StereoGS: Sparse-View 3D Gaussian Splatting via Stereo Priors

Yuan, Wenhao; Ge, Yiyuan; Cai, Deli

StereoGS

Sparse-View 3D Gaussian Splatting via Stereo Priors

ECCV 2026

Wenhao Yuan¹, Yiyuan Ge¹, Deli Cai^1,*

¹ South China University of Technology

^* Corresponding author

Paper Supplementary Code Paper (Coming Soon)

TL;DR

StereoGS brings stereo priors into sparse-view 3D Gaussian Splatting, enforcing absolute scale and cross-view consistency through virtual stereo pairs, a gradient-aware opacity decay, and a zero-shot MVS initialization. It achieves state-of-the-art results on LLFF, DTU, Mip-NeRF360 and Blender — with zero inference overhead compared to vanilla 3DGS.

Stereo Depth Regularization

Virtual stereo pairs + FoundationStereo deliver absolute-scale, cross-view-consistent depth supervision.

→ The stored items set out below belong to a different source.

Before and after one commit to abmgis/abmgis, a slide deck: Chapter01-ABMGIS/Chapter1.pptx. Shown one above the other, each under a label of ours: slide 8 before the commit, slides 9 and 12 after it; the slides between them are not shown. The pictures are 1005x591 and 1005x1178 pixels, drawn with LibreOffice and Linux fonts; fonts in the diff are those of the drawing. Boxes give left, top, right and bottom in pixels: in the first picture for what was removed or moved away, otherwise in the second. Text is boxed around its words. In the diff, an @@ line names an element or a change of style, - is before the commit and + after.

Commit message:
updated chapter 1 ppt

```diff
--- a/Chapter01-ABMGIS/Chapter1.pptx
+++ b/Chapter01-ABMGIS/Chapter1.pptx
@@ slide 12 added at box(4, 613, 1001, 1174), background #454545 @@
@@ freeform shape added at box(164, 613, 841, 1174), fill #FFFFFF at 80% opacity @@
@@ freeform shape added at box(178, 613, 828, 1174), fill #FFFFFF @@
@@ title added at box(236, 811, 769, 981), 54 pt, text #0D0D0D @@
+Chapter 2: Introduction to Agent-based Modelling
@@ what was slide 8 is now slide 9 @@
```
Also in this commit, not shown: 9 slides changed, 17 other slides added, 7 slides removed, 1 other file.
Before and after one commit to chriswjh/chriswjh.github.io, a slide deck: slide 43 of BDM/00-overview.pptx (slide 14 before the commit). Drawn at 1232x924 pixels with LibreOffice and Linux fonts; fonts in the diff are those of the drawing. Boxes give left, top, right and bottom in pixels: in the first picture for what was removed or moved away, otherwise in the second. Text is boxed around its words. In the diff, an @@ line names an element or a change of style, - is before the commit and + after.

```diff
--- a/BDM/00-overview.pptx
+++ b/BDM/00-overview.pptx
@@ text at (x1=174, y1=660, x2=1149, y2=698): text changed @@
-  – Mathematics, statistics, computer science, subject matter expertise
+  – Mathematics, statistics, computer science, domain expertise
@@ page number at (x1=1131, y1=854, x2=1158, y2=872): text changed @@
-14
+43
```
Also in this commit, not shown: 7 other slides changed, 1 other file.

Gradient-Aware Opacity Decay

Exponential soft-thresholding of relative opacity gradients prunes floaters while preserving surface Gaussians.

Dense MVS Initialization

Zero-shot MVSAnywhere + cross-view reprojection filtering yields a dense, view-consistent point cloud.

Framework overview. StereoGS comprises three components: (a) Stereo Depth Regularization synthesizes virtual stereo pairs to extract stereo depth, enforcing explicit geometric consistency between paired views during optimization. (b) Gradient-Aware Opacity Decay dynamically penalizes Gaussian opacities according to their gradients, removing redundant primitives and mitigating overfitting. (c) Consistency-Aware Dense Initialization leverages multi-view depth priors and geometric filtering to construct a dense, reliable geometric foundation.

Abstract

3D Gaussian Splatting (3DGS) has achieved remarkable success in real-time novel view synthesis, yet it suffers from severe overfitting under sparse-view settings due to insufficient geometric constraints. While recent methods introduce monocular depth priors to mitigate this, they inherently struggle with scale ambiguity and cross-view inconsistency, leading to defective geometry.

In this paper, we propose StereoGS, a novel sparse-view 3DGS framework that integrates stereo priors to establish reliable cross-view consistency. Unlike scale-agnostic monocular constraints, StereoGS introduces a Stereo Depth Regularization by constructing virtual stereo pairs during optimization and leveraging a foundation stereo model to enforce absolute scale and cross-view-consistent structures.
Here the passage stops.